Anat Sci Int. 2026 Jun 24. doi: 10.1007/s12565-026-00955-5. Online ahead of print.
ABSTRACT
The sphenoid sinus (SS) exhibits significant anatomical variability that critically impacts the safety and efficacy of endoscopic transsphenoidal surgery. This systematic review and meta-analysis aims to establish global prevalence rates for SS pneumatization patterns, extensions, and the relationship with adjacent neurovascular structures to guide surgical planning. A systematic literature search was conducted across PubMed, Google Scholar, Scopus, and Web of Science until October 2025. Studies reporting SS pneumatization types, extensions, and neurovascular protrusions/dehiscences based on imaging or cadaveric dissection were included. Random-effect models were used for the meta-analysis. The sellar type was the predominant pneumatization pattern, with the complete sellar type accounting for 48.39%. Statistically significant results were identified based on nationality and study type. Extensions into the greater wing (34.17%) and pterygoid process (25.51%) were common. The Vidian nerve (VN) showed the highest rates of protrusion (32.61%) and dehiscence (14.60%), followed by the internal carotid artery (ICA) (protrusion: 29.77%; dehiscence: 9.47%) and optic nerve (ON) (protrusion: 23.46%; dehiscence: 10.92%). The imaging modality used did not affect the neurovascular structure variations. The SS is a highly variable structure with frequent extensions that expose vital neurovascular structures to surgical risk.
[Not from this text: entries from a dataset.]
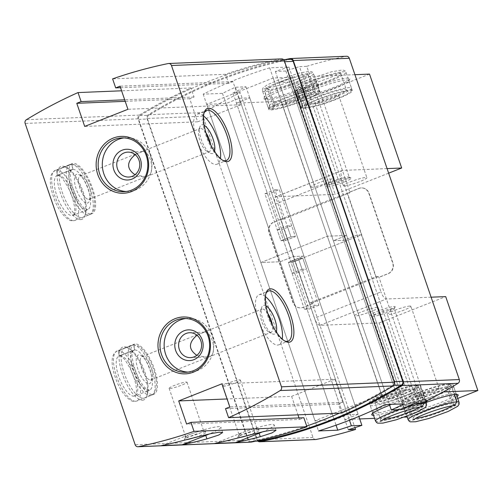 <?xml version="1.0" encoding="UTF-8"?>
<svg xmlns="http://www.w3.org/2000/svg" width="503" height="503" viewBox="0 0 503 503"><rect width="100%" height="100%" fill="white"/><g stroke="black" fill="none" stroke-linecap="round" stroke-linejoin="round"><path stroke-width="0.38" stroke-dasharray="2.52 1.89" d="M267.841 313.507A12.468 4.577 68.4 0 0 261.862 309.175A12.468 4.577 68.4 0 0 260.554 310.779A12.468 4.577 68.4 0 0 262.195 322.448A12.468 4.577 68.4 0 0 268.986 332.081A12.468 4.577 68.4 0 0 270.463 332.477A12.468 4.577 68.4 0 0 271.042 332.351A12.468 4.577 68.4 0 0 272.431 325.101M150.472 379.979A12.468 4.577 68.4 0 0 151.051 379.853A12.468 4.577 68.4 0 0 152.359 378.25A12.468 4.577 68.4 0 0 150.718 366.58A12.468 4.577 68.4 0 0 143.927 356.954A12.468 4.577 68.4 0 0 141.871 356.677A12.468 4.577 68.4 0 0 141.921 369.208A12.468 4.577 68.4 0 0 150.472 379.979M196.824 355.332L205.488 357.029L210.468 356.225C217.233 352.364 211.964 331.169 204.476 332.118L197 335.262M206.01 132.905A12.468 4.577 68.4 0 0 200.031 128.573A12.468 4.577 68.4 0 0 198.723 130.176A12.468 4.577 68.4 0 0 200.364 141.846A12.468 4.577 68.4 0 0 207.154 151.478A12.468 4.577 68.4 0 0 208.626 151.875A12.468 4.577 68.4 0 0 209.204 151.755A12.468 4.577 68.4 0 0 210.6 144.499M88.635 199.377A12.468 4.577 68.4 0 0 89.213 199.257A12.468 4.577 68.4 0 0 90.521 197.648A12.468 4.577 68.4 0 0 88.88 185.978A12.468 4.577 68.4 0 0 82.09 176.352A12.468 4.577 68.4 0 0 80.04 176.075A12.468 4.577 68.4 0 0 80.09 188.606A12.468 4.577 68.4 0 0 88.635 199.377M134.993 174.73L143.657 176.427L148.63 175.622C155.402 171.762 150.133 150.567 142.638 151.516L135.169 154.66M309.578 303.051L280.881 219.258L347.391 192.926L376.081 276.725L309.578 303.051L311.948 302.957L312.489 303.667L354.942 427.651M312.193 303.68L302.881 307.364A8.457 7.803 87.7 0 1 300.505 307.874A8.457 7.803 87.7 0 1 292.847 302.316L269.105 232.964A8.457 7.803 87.7 0 1 273.695 222.125L283.007 218.434L283.258 219.157L280.881 219.258M283.007 218.434L240.245 92.653L232.983 92.948L348.29 429.738M376.081 276.725L378.451 276.631L378.998 277.342L388.31 273.651A8.457 7.803 87.7 0 0 392.9 262.811L369.158 193.46A8.457 7.803 87.7 0 0 361.5 187.902A8.457 7.803 87.7 0 0 359.123 188.411L349.811 192.096L306.748 66.321L299.486 66.616L414.799 403.406M349.811 192.096L349.761 192.831L347.391 192.926M422.055 403.11L378.998 277.342M312.489 303.667L303.177 307.352A8.457 7.803 87.7 0 1 300.8 307.861A8.457 7.803 87.7 0 1 293.142 302.303L269.401 232.952A8.457 7.803 87.7 0 1 273.997 222.112L283.302 218.421M315.783 439.509A3.075 2.836 87.7 0 1 312.998 437.491L202.992 116.193A3.075 2.836 87.7 0 1 204.243 112.458A507.527 468.243 87.7 0 1 240.245 92.653M306.748 66.321A507.527 468.243 87.7 0 1 346.095 56.305A3.075 2.836 87.7 0 1 346.517 56.254M257.819 441.068A3.075 2.836 87.7 0 1 256.976 439.773L146.97 118.475A3.075 2.836 87.7 0 1 148.228 114.741A507.527 468.243 87.7 0 1 285.578 59.53M232.983 92.948A507.527 468.243 87.7 0 1 245.98 86.805L235.461 87.233A507.527 468.243 -92.3 0 0 222.458 93.376L203.193 94.155A507.527 468.243 87.7 0 1 269.696 67.83L288.967 67.044A507.527 468.243 -92.3 0 0 275.361 71.432L285.886 71.005A507.527 468.243 87.7 0 1 299.486 66.616M250.871 442.156A3.075 2.836 87.7 0 1 248.086 440.131L138.08 118.834A3.075 2.836 87.7 0 1 139.331 115.099A507.527 468.243 87.7 0 1 190.951 87.975L194.039 96.997L189.713 98.707L197.629 121.82L240.862 104.712L232.946 81.593L228.62 83.303L225.778 75.004A506.76 467.532 87.7 0 1 281.083 59.75A3.075 2.836 87.7 0 1 284.289 61.718L393.836 381.67A3.075 2.836 87.7 0 1 392.579 385.405A506.76 467.532 87.7 0 1 341.279 412.347L338.437 404.054L225.507 408.65M306.698 426.041A506.76 467.532 87.7 0 1 251.393 441.294A3.075 2.836 87.7 0 1 248.186 439.326L138.639 119.374A3.075 2.836 87.7 0 1 139.897 115.64A506.76 467.532 87.7 0 1 191.197 88.698A506.76 467.532 87.7 0 1 225.778 75.004L225.533 74.281A507.527 468.243 87.7 0 1 281.183 58.945A3.075 2.836 87.7 0 1 281.605 58.895M341.524 413.07L341.279 412.347A506.76 467.532 87.7 0 1 339.456 413.158M142.45 400.206A28.451 10.444 68.4 0 0 146.757 396.263A28.451 10.444 68.4 0 0 143.009 369.63A28.451 10.444 68.4 0 0 127.511 347.655A28.451 10.444 68.4 0 0 121.173 370.214A28.451 10.444 68.4 0 0 142.45 400.206M80.618 219.604A28.451 10.444 68.4 0 0 84.919 215.661A28.451 10.444 68.4 0 0 81.178 189.027A28.451 10.444 68.4 0 0 65.679 167.053A28.451 10.444 68.4 0 0 59.335 189.612A28.451 10.444 68.4 0 0 80.618 219.604M190.951 87.975L121.594 90.798M194.039 96.997L124.681 99.814M189.713 98.707L125.197 101.329M197.629 121.82L84.699 126.416M240.862 104.712L127.932 109.302M232.946 81.593L120.016 86.189M228.62 83.303L120.531 87.704M225.533 74.281L112.603 78.877M338.437 404.054L342.763 402.343L229.833 406.933M342.763 402.343L334.847 379.224L221.917 383.82M334.847 379.224L291.614 396.339L227.105 398.961M299.015 417.936L299.53 419.452L186.6 424.048M291.614 396.339L297.952 414.843M299.53 419.452L303.856 417.742M259.862 440.986A3.075 2.836 87.7 0 1 257.077 438.968L147.536 119.016A3.075 2.836 87.7 0 1 148.787 115.281A506.76 467.532 87.7 0 1 289.973 59.385A3.075 2.836 87.7 0 1 290.394 59.335M245.98 86.805L358.853 416.471M235.461 87.233L349.472 420.231M222.458 93.376L336.067 425.192M203.193 94.155L318.5 430.952M264.88 193.749L274.858 189.801L290.929 236.762L280.957 240.711L285.402 240.528L269.325 193.573L279.303 189.625L295.38 236.58L285.402 240.528L281.693 229.689L291.671 225.74L295.38 236.58L285.402 240.528L280.957 240.711L264.88 193.749L269.325 193.573M318.877 305.208L308.899 309.156L292.821 262.201L302.8 258.253L318.877 305.208L314.432 305.39L304.453 309.339L308.899 309.156M269.696 67.83L385.009 404.619M288.967 67.044L404.274 403.834M275.361 71.432L389.379 404.443M285.886 71.005L401.796 409.549M283.258 219.157L349.761 192.831M378.451 276.631L311.948 302.957M349.516 192.108L358.828 188.424A8.457 7.803 87.7 0 1 361.204 187.915A8.457 7.803 87.7 0 1 368.862 193.473L392.604 262.824A8.457 7.803 87.7 0 1 388.008 273.663L378.702 277.354M81.455 217.629A26.917 9.884 68.4 0 0 82.699 217.371A26.917 9.884 68.4 0 0 85.523 213.907A26.917 9.884 68.4 0 0 81.983 188.713A26.917 9.884 68.4 0 0 67.32 167.92A26.917 9.884 68.4 0 0 62.888 167.323A26.917 9.884 68.4 0 0 62.994 194.384A26.917 9.884 68.4 0 0 81.455 217.629M90.76 213.945A26.917 9.884 68.4 0 0 92.011 213.687A26.917 9.884 68.4 0 0 91.294 185.022A26.917 9.884 68.4 0 0 72.199 163.638A26.917 9.884 68.4 0 0 72.306 190.694A26.917 9.884 68.4 0 0 90.76 213.945M87.05 203.111A15.379 5.646 68.4 0 0 89.383 200.98A15.379 5.646 68.4 0 0 87.359 186.582A15.379 5.646 68.4 0 0 78.977 174.704A15.379 5.646 68.4 0 0 75.551 186.896A15.379 5.646 68.4 0 0 87.05 203.111M204.174 125.297A15.379 5.646 68.4 0 0 199.867 126.844A15.379 5.646 68.4 0 0 201.885 141.242A15.379 5.646 68.4 0 0 210.267 153.126A15.379 5.646 68.4 0 0 212.084 153.61A15.379 5.646 68.4 0 0 214.467 151.302M203.583 115.998A26.917 9.884 68.4 0 0 197.233 114.137A26.917 9.884 68.4 0 0 197.339 141.198A26.917 9.884 68.4 0 0 215.793 164.45A26.917 9.884 68.4 0 0 217.044 164.192A26.917 9.884 68.4 0 0 220.402 158.489M204.042 113.1A26.917 9.884 68.4 0 0 203.721 113.923A26.917 9.884 68.4 0 0 207.261 139.117A26.917 9.884 68.4 0 0 221.924 159.91A26.917 9.884 68.4 0 0 222.722 160.281M143.286 398.231A26.917 9.884 68.4 0 0 144.537 397.974A26.917 9.884 68.4 0 0 147.36 394.509A26.917 9.884 68.4 0 0 143.814 369.315A26.917 9.884 68.4 0 0 129.152 348.522A26.917 9.884 68.4 0 0 124.725 347.925A26.917 9.884 68.4 0 0 124.826 374.986A26.917 9.884 68.4 0 0 143.286 398.231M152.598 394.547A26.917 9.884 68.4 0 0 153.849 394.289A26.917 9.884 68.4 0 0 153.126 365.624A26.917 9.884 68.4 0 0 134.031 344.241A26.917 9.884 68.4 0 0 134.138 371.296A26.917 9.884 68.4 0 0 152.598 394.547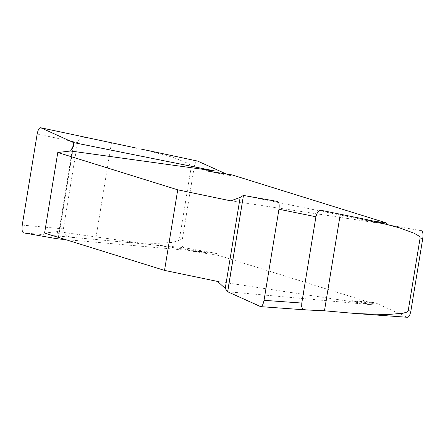 <?xml version="1.0" encoding="UTF-8"?>
<svg xmlns="http://www.w3.org/2000/svg" width="445" height="445" viewBox="0 0 445 445"><rect width="100%" height="100%" fill="white"/><g stroke="black" fill="none" stroke-linecap="round" stroke-linejoin="round"><path stroke-width="0.33" stroke-dasharray="2.23 1.67" d="M44.589 233.074L57.377 231.578L201.624 251.553L193.035 251.364L218.907 255.497L372.916 303.423L351.7 300.737L372.949 304.864L217.611 281.44M372.916 303.423L375.185 302.717L374.701 302.589L351.305 300.648L375.185 302.717L407.297 317.224L350.248 313.085M230.805 200.862L386.143 224.291L364.527 220.08L375.836 221.46M201.624 251.553L65.448 239.566M57.377 231.578L58.59 237.38L73.781 144.603M227.612 291.731L372.949 304.864M386.143 224.291L243.382 195.433M232.101 174.924L229.831 175.63L226.31 174.04M206.474 170.874L230.148 175.736L208.021 171.153M421.459 230.744L387.94 224.831L386.494 223.629M407.587 317.296L407.297 317.224M183.557 247.604C182.15 246.847 181.716 244.261 182.266 239.844L179.335 239.571L178.951 240.25L177.438 241.14L171.892 242.414L156.768 243.376L134.568 242.825L121.396 241.869L183.557 247.604L217.077 253.517L218.907 255.497M143.257 149.526L172.705 157.296L187.128 162.948L190.399 165.112L191.261 166.753L194.137 167.364L182.266 239.844M194.137 167.364C195.016 163.054 196.212 160.968 197.719 161.123M387.94 224.831L364.894 220.158M365.595 219.374L366.558 219.569M306.967 309.943L260.453 306.566M217.077 253.517L193.035 251.364M23.541 232.846L74.226 237.519C67.879 237.535 64.264 234.66 63.385 228.88L22.25 225.087M37.163 134.001L77.519 142.578L78.142 140.765L79.227 139.385L81.34 138.106L83.732 137.588L88.143 137.833M191.261 166.753L179.335 239.571M63.385 228.88L77.519 142.578M121.396 241.869L74.226 237.519M58.006 237.252L72.83 146.744M58.562 236.584L73.475 145.521M111.428 143.04L95.619 239.588M364.778 220.136L387.901 224.82M360.383 313.87L356.896 313.619"/><path stroke-width="0.67" d="M366.558 219.569L323.209 210.746C319.727 209.306 317.296 211.314 315.917 216.76L278.954 209.239C279.505 204.822 279.071 202.236 277.658 201.479L243.382 195.433L240.155 197.385L230.805 200.862L177.727 189.82L57.783 152.502L44.589 233.074L164.533 270.399L217.611 281.44L225.242 288.449L227.612 291.731L243.46 195.444L277.658 201.479C279.071 202.236 279.505 204.822 278.954 209.239L264.035 300.325C263.156 304.636 261.96 306.716 260.453 306.566L227.612 291.731L260.737 306.638L305.798 309.909L303.184 309.158L302.244 308.157L301.693 306.494L301.782 303.062L264.035 300.325C263.156 304.636 261.96 306.716 260.453 306.566M206.474 170.874L232.101 174.924L386.11 222.845L375.836 221.46M208.021 171.153L206.23 170.785L214.818 170.98L70.571 151.005L57.783 152.502M164.533 270.399L177.727 189.82M65.448 239.566L57.739 238.882L23.541 232.846C22.133 232.09 21.699 229.503 22.25 225.087L37.163 134.001C38.048 129.69 39.238 127.609 40.751 127.76L90.468 138.328L40.751 127.76L73.586 142.595L214.818 170.98M73.586 142.595L73.475 145.521L70.571 151.005M58.579 237.43L57.817 238.893M386.494 223.629L386.11 222.845M421.459 230.744C422.867 231.5 423.301 234.087 422.75 238.503L420.113 237.964L419.963 237.213L418.806 235.939L413.922 233.147L399.81 227.951L378.461 222.189L366.074 219.468M305.798 309.909L324.472 310.799L356.896 313.625L387.467 314.554L403.031 313.241L406.841 312.106L408.193 310.788L410.88 310.983L422.75 238.503M410.88 310.983C410.001 315.294 408.805 317.374 407.297 317.224M197.363 161.046L143.257 149.526M226.31 174.04L197.719 161.123M278.954 209.239L264.035 300.325M408.193 310.788L420.113 237.964M315.917 216.76L301.782 303.062M89.312 138.061L88.143 137.833M90.468 138.328L136.743 148.163M243.46 195.444L227.69 291.764M240.155 197.385L225.242 288.449M57.739 238.882L58.006 237.252M72.83 146.744L73.514 142.561M324.472 310.799L340.28 214.256M407.587 317.296L360.383 313.87M197.547 161.062L140.765 148.997"/></g></svg>
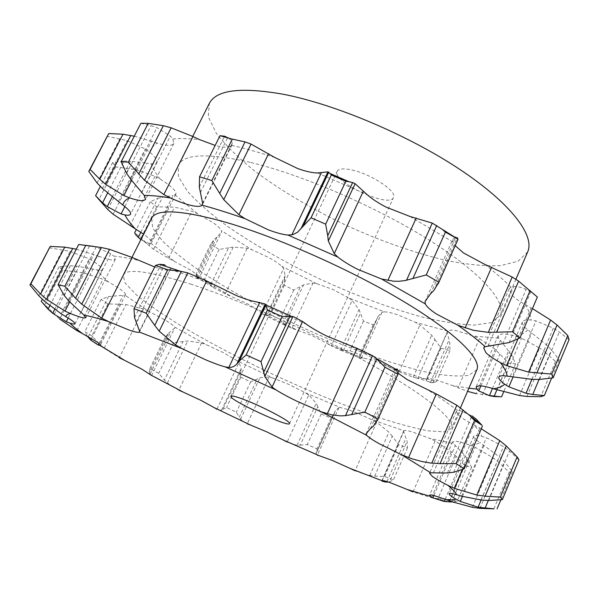 <?xml version="1.0" encoding="UTF-8"?>
<svg xmlns="http://www.w3.org/2000/svg" width="599" height="599" viewBox="0 0 599 599"><rect width="100%" height="100%" fill="white"/><g stroke="black" fill="none" stroke-linecap="round" stroke-linejoin="round"><path stroke-width="0.45" stroke-dasharray="3 2.25" d="M518.936 459.845L509.412 451.04L503.489 446.584L486.381 437.719L481.603 436.304C476.804 435.241 474.153 435.218 473.644 436.237L473.599 436.364C473.435 437.584 475.539 439.629 479.919 442.504C477.822 444.084 474.318 444.915 469.414 445.005C463.012 442.758 458.295 441.5 455.255 441.216L452.544 441.777L453.391 443.567L429.505 438.318L412.299 431.931C407.56 430.561 404.752 430.172 403.868 430.771L371.799 419.674L354.054 411.835C348.274 409.619 343.893 408.256 340.913 407.732L305.123 392.667L288.785 384.386L272.672 377.962L237.009 360.665L223.704 352.804L206.303 344.724L174.451 326.934C173.381 325.467 170.483 323.288 165.758 320.39L148.926 311.413L124.959 295.15L125.528 294.768C125.842 294.087 124.832 292.806 122.503 290.927C119.388 288.456 114.731 285.506 108.524 282.077C103.402 277.532 99.591 273.466 97.083 269.879C100.175 270.598 101.935 270.583 102.369 269.827L102.362 269.063C101.77 267.528 99 265.095 94.043 261.756C94.283 259.285 96.184 257.57 99.756 256.597C106.143 258.955 110.695 260.131 113.421 260.108L115.33 259.382L113.653 256.087C120.421 256.679 128.912 258.191 139.118 260.632M481.252 428.794L473.794 424.841C478.159 429.453 480.765 433.279 481.603 436.304M447.431 472.978L471.915 415.841L460.174 410.659L457.576 410.6L456.236 411.423L458.759 415.377C461.904 418.065 466.913 421.217 473.794 424.841M154.699 267.004L159.836 268.644C165.631 270.269 169.128 270.553 170.348 269.475L139.56 331.891M370.437 428.614L397.01 368.954L395.026 368.939L395.662 370.496L398.365 373.394M190.467 284.061C241.322 300.481 316.25 333.785 371.41 364.716C426.705 395.707 455.652 420.004 451.668 428.225L444.256 431.849L428.263 430.853C413.954 428.09 396.897 423.478 377.093 417.016C345.473 406.002 311.787 392.255 276.034 375.79C240.446 358.996 208.28 342.029 179.528 324.898C161.857 313.876 147.376 303.783 136.085 294.611L125.079 283.013L123.117 275.016C126.696 268.09 149.144 271.107 190.467 284.061M461.567 496.197L486.381 437.719M481.034 499.97L503.489 446.584M488.679 500.494L509.412 451.04M136.123 322.329L164.635 264.803L170.513 268.3L170.543 269.206M366.086 433.878L395.026 368.939M479.949 508.349L499.147 462.683L509.21 472.214L512.527 471.802L504.515 461.829L499.296 456.82L479.919 442.504M499.147 462.683L493.247 457.891L475.112 447.266L469.414 445.005M451.923 501.745L475.112 447.266M456.101 456.326L451.219 451.728L435.106 440.946L413.018 491.959L431.49 497.687L437.951 498.697L456.101 456.326L464.802 465.618L471.638 467.287L467.43 458.991L464.188 454.723L453.391 443.567M435.106 440.946L429.505 438.318M392.285 436.222L388.938 432.149L376.629 422.288L355.065 470.762L366.079 474.7L374.667 476.175L392.285 436.222L398.582 444.698L407.455 447.857L407.125 441.448L403.674 431.662L403.868 430.771M376.629 422.288L371.799 419.674M317.829 406.624L316.265 403.239L308.74 394.988L287.153 442.04L293.008 444.323L297.104 445.184L300.234 445.169L317.829 406.624L321.184 413.976L330.94 418.117L334.055 413.916L335.335 410.757L338.862 407.679L340.913 407.732M308.74 394.988L305.123 392.667M240.82 371.185L241.18 368.602L239.091 362.47L216.92 409.267L219.496 410.203L221.51 410.203L222.761 409.387L240.82 371.185L240.888 377.22L250.599 381.915L259.981 377.714L269.101 377.026L272.672 377.962M239.091 362.47L237.009 360.665M150.252 374.457L149.443 372.174L168.469 333.261L164.927 337.806L173.717 342.643L187.772 340.973L201.564 343.002L206.303 344.724M168.469 333.261L174.721 328.02L174.451 326.934M151.427 375.723L174.721 328.02M88.293 336.735L108.501 296.55L101.089 299.41L107.932 303.895L125.962 304.524L143.453 309.032L148.926 311.413M108.501 296.55L124.959 295.15M99.06 343.489L123.169 295.307M49.814 305.745L70.3 265.776L58.994 266.81L62.588 270.276L83.321 272.762L102.938 279.254L108.524 282.077M70.3 265.776L76.792 266.128L97.083 269.879M68.159 318.054L93.145 268.906M49.238 247.769L70.143 251.4L89.236 258.865L94.043 261.756M76.305 249.154L99.756 256.597M69.656 302.008L93.893 254.425M93.519 246.354L96.125 247.043L110.785 253.714L113.653 256.087M476.871 369.778L468.673 375.348C458.856 376.711 445.514 375.813 428.644 372.638C392.689 364.626 345.63 347.465 299.223 326.058C263.972 309.354 232.345 291.99 204.356 273.99C187.217 262.31 173.328 251.393 162.673 241.232L152.655 227.987L151.682 218.141M493.89 508.851L509.21 472.214M437.951 498.697L450.381 499.469L457.127 501.445L452.679 502.022M374.667 476.175L384.618 476.505L393.453 479.874L389.44 481.843L407.125 441.448M388.309 482L389.44 481.843M300.234 445.169L307.257 444.578L317.028 448.823L316.654 452.32L334.212 413.557M338.862 407.679L317.35 455.203L315.845 454.229L316.654 452.32M222.761 409.387L226.587 407.492L236.365 412.179L239.211 417.271L257.136 379.085M269.101 377.026L247.252 423.785L242.558 421.262L239.211 417.271M149.443 372.174L149.847 368.625L158.757 373.349L164.396 380.073L183.174 341.408M201.564 343.002L178.824 390.166L170.505 385.486L164.396 380.073M87.214 336.136L84.841 331.644L91.849 335.912L99.726 344.283L119.837 304.075M143.453 309.032L119.306 357.76L104.57 348.521L99.726 344.283M83.321 272.762L59.713 319.095L41.256 301.282M373.506 426.031L398.178 370.601M512.527 471.802L500.801 499.895M472.416 507.301L493.247 457.891M471.638 467.287L457.127 501.445M431.49 497.687L451.219 451.728M464.802 465.618L450.381 499.469M407.455 447.857L393.453 479.874M369.763 475.561L388.938 432.149M398.582 444.698L384.618 476.505M321.184 413.976L307.257 444.578M330.94 418.117L317.028 448.823M297.104 445.184L316.265 403.239M240.888 377.22L226.587 407.492M250.599 381.915L236.365 412.179M221.51 410.203L241.18 368.602M164.927 337.806L149.847 368.625M173.717 342.643L158.757 373.349M150.154 373.956L170.865 331.584M101.089 299.41L84.841 331.644M107.932 303.895L91.849 335.912M91.542 338.577L113.001 295.861M58.994 266.81L42.304 299.245M62.588 270.276L45.045 304.434M54.659 309.406L76.792 266.128M49.125 248.008L29.95 285.019M468.905 388.242L452.447 385.501L435.188 379.624C430.396 378.501 427.499 378.381 426.503 379.257L426.301 380.155L430.381 382.529L432.83 382.754L436.394 381.705L427.454 378.957L417.892 378.149L434.911 339.536L431.737 335.275L419.921 324.95L415.227 322.255L397.676 314.797C391.881 312.873 387.411 311.892 384.273 311.847L348.685 297.905L352.122 300.458L331.247 345.945L340.517 350.145L349.988 350.685L359.707 354.623L359.737 357.191L378.059 316.429L382.065 312.199L384.273 311.847M426.503 379.257L394.239 369.336L376.591 361.699C370.803 359.632 366.378 358.464 363.316 358.195L359.288 357.873L359.737 357.191M363.316 358.195L327.631 343.714L311.517 335.313L291.885 328.282L284.712 325.13L280.033 319.312L270.456 314.602L267.087 315.628L284.562 278.677L285.109 275.727L283.641 268.457L281.77 266.308C278.902 263.687 274.686 260.82 269.108 257.697L251.999 249.768L221.443 230.727L221.495 232.232L198.995 278.31L196.524 277.382L196.015 274.237L204.648 279.156L210.474 285.184L228.623 247.799L233.296 247.073L247.245 248.263L251.999 249.768M295.404 329.255L260.131 311.914C257.143 309.481 252.823 306.733 247.162 303.671L225.269 293.839L213.581 287.737L210.474 285.184M229.911 295.666L198.733 277.225C197.805 275.503 195.042 273.114 190.452 270.052L168.604 258.274L153.524 249.304L146.972 243.771L141.154 237.758L134.64 232.831M173.927 260.842L150.866 243.344L151.517 242.782C151.944 241.876 151.06 240.386 148.859 238.312L143.633 234.172M352.002 169.996C371.38 174.099 397.571 191.65 393.513 197.52C389.605 208.714 331.09 181.43 337.177 171.254C338.697 168.604 343.639 168.184 352.002 169.996M228.391 138.002L230.473 139.739L231.768 141.731L232.225 143.453L231.693 145.347C230.083 147.249 226.31 147.676 220.372 146.635L215.153 145.43M140.877 123.297L151.045 125.588L156.968 127.669L170.371 136.055L172.856 139.005L173.837 143.535L171.546 145.085C168.544 145.774 163.834 145.123 157.41 143.124L151.569 141.207L131.593 180.419M107.221 135.868L107.026 136.258L127.085 140.615L145.257 148.994L149.75 152.236C154.34 156.047 156.758 159.027 157.005 161.191L156.811 162.336C156.129 163.572 154.183 164.029 150.963 163.699L146.905 163.115L124.809 206.595M107.535 193.14L123.986 161.056L112.657 162.509L115.682 166.904L135.883 169.622L154.984 176.286L160.375 179.251C166.32 182.897 170.693 186.199 173.485 189.157C175.559 191.418 176.338 193.095 175.814 194.203L173.111 195.514L149.099 243.501L140.84 239.735M150.866 243.344L149.099 243.501M140.825 232.27L157.934 198.254L150.319 201.721L156.683 206.85L174.564 207.149L191.912 211.245L197.296 213.566L213.543 222.985C218.006 226.197 220.642 228.781 221.443 230.727M198.733 277.225L198.995 278.31M260.131 311.914L262.205 313.696L283.641 268.457M262.205 313.696L266.083 315.958L267.087 315.628M284.562 278.677L284.293 285.311L293.81 290.028L303.513 284.869L313.007 283.072L316.676 283.671L332.789 289.399L348.685 297.905M327.631 343.714L331.247 345.945M394.239 369.336L399.091 371.769L419.921 324.95M399.091 371.769L413.205 377.228L417.892 378.149M434.911 339.536L440.954 348.221L449.924 350.774L449.916 343.744L447.266 332.423L447.663 331.09C448.771 329.959 451.743 329.839 456.595 330.738L473.884 336.136L479.41 338.652L458.108 387.838L467.564 391.349M452.447 385.501L458.108 387.838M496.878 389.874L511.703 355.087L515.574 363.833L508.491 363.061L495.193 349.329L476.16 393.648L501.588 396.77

Although the subgroup analyses did not depict statistically significant results, computed tomography scan with less than 1 mm slice thickness should be used for evaluation of SS anatomy. The high prevalence of VN and ICA dehiscence necessitates rigorous preoperative evaluation. These findings provide a crucial anatomical reference for optimizing surgical approaches and minimizing complications in skull base surgery.